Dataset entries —
▼▼▼

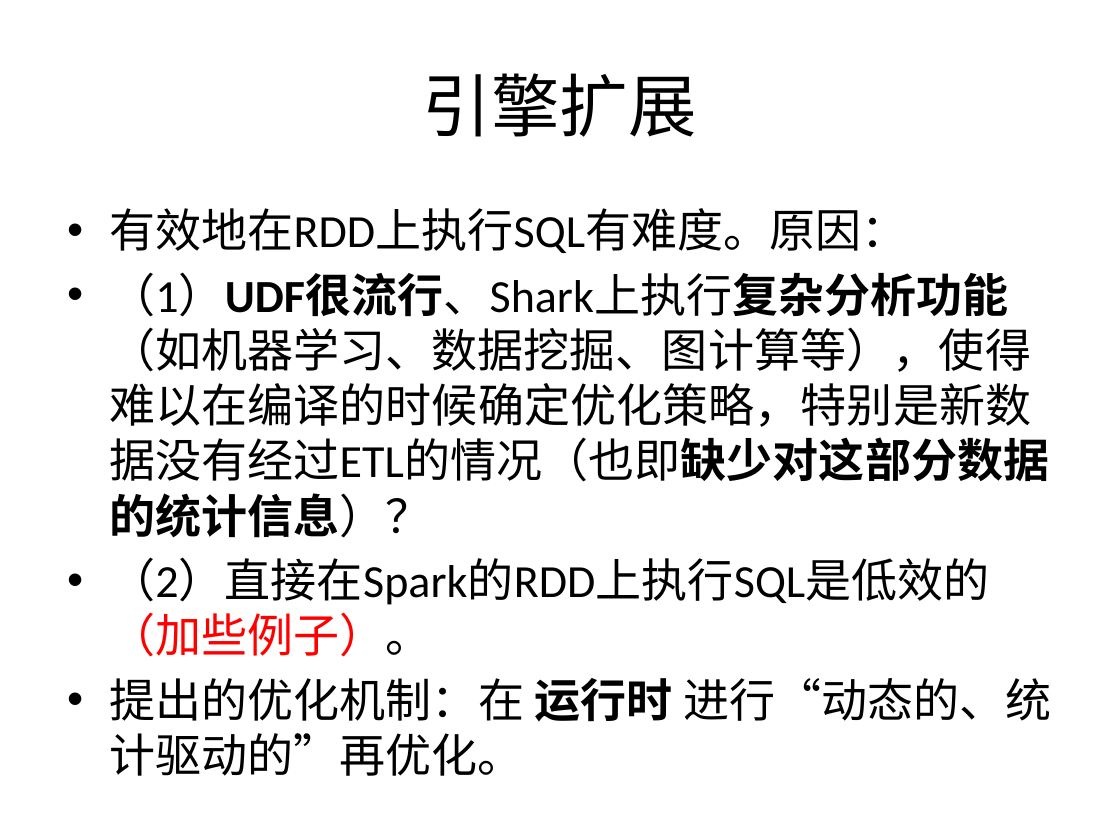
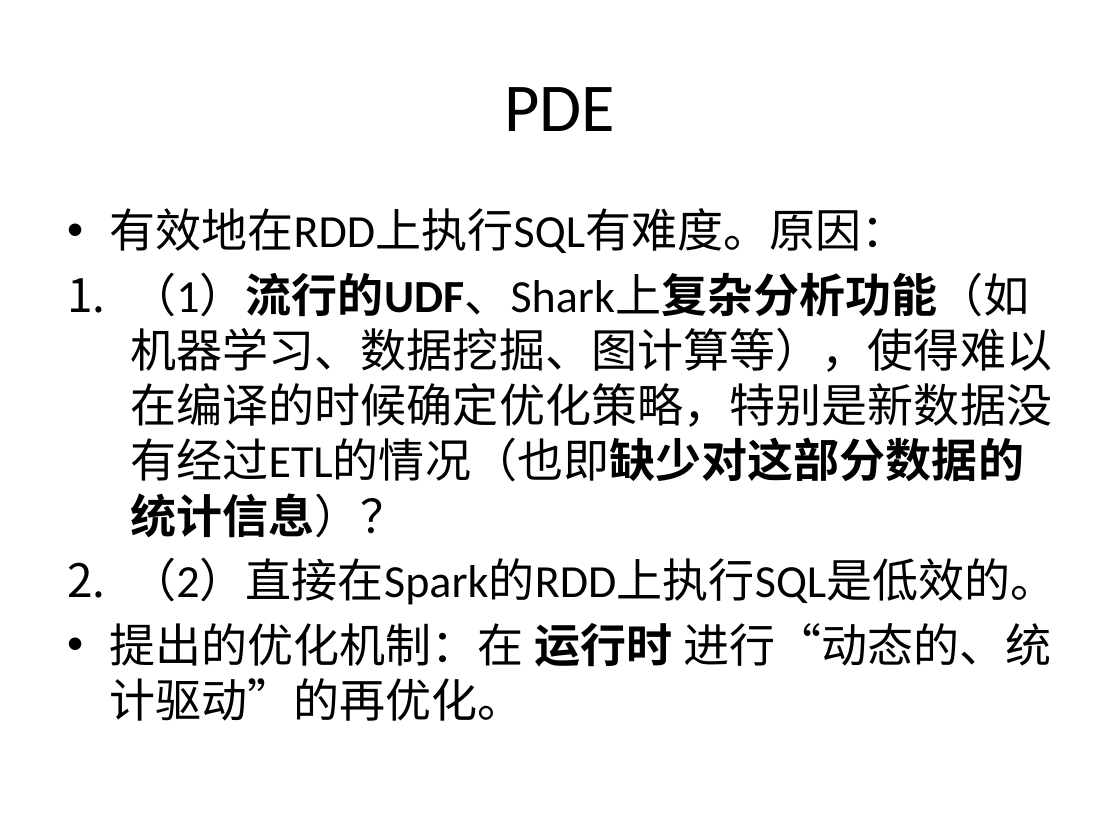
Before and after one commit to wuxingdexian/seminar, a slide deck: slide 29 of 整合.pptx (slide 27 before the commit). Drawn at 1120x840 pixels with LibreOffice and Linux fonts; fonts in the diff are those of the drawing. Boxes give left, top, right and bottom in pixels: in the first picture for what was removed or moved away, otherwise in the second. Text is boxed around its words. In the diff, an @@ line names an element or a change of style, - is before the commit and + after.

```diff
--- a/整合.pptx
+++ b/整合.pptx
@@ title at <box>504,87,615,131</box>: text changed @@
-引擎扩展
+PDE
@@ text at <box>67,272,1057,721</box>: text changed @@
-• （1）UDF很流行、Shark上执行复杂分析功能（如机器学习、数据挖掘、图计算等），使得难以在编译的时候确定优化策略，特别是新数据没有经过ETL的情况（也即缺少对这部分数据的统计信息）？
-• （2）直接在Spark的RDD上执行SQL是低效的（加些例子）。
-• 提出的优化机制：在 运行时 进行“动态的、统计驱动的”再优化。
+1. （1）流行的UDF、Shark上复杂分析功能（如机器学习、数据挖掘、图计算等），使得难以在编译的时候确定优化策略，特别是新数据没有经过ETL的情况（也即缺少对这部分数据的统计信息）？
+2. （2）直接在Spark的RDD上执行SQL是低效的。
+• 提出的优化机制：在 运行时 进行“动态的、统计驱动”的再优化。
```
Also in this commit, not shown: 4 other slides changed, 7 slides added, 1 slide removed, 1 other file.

▲▲▲

Exercise directions —
Without the pictures, copy out all the records above exactly.

Exercise answer —
Before and after one commit to wuxingdexian/seminar, a slide deck: slide 29 of 整合.pptx (slide 27 before the commit). Drawn at 1120x840 pixels with LibreOffice and Linux fonts; fonts in the diff are those of the drawing. Boxes give left, top, right and bottom in pixels: in the first picture for what was removed or moved away, otherwise in the second. Text is boxed around its words. In the diff, an @@ line names an element or a change of style, - is before the commit and + after.

```diff
--- a/整合.pptx
+++ b/整合.pptx
@@ title at <box>504,87,615,131</box>: text changed @@
-引擎扩展
+PDE
@@ text at <box>67,272,1057,721</box>: text changed @@
-• （1）UDF很流行、Shark上执行复杂分析功能（如机器学习、数据挖掘、图计算等），使得难以在编译的时候确定优化策略，特别是新数据没有经过ETL的情况（也即缺少对这部分数据的统计信息）？
-• （2）直接在Spark的RDD上执行SQL是低效的（加些例子）。
-• 提出的优化机制：在 运行时 进行“动态的、统计驱动的”再优化。
+1. （1）流行的UDF、Shark上复杂分析功能（如机器学习、数据挖掘、图计算等），使得难以在编译的时候确定优化策略，特别是新数据没有经过ETL的情况（也即缺少对这部分数据的统计信息）？
+2. （2）直接在Spark的RDD上执行SQL是低效的。
+• 提出的优化机制：在 运行时 进行“动态的、统计驱动”的再优化。
```
Also in this commit, not shown: 4 other slides changed, 7 slides added, 1 slide removed, 1 other file.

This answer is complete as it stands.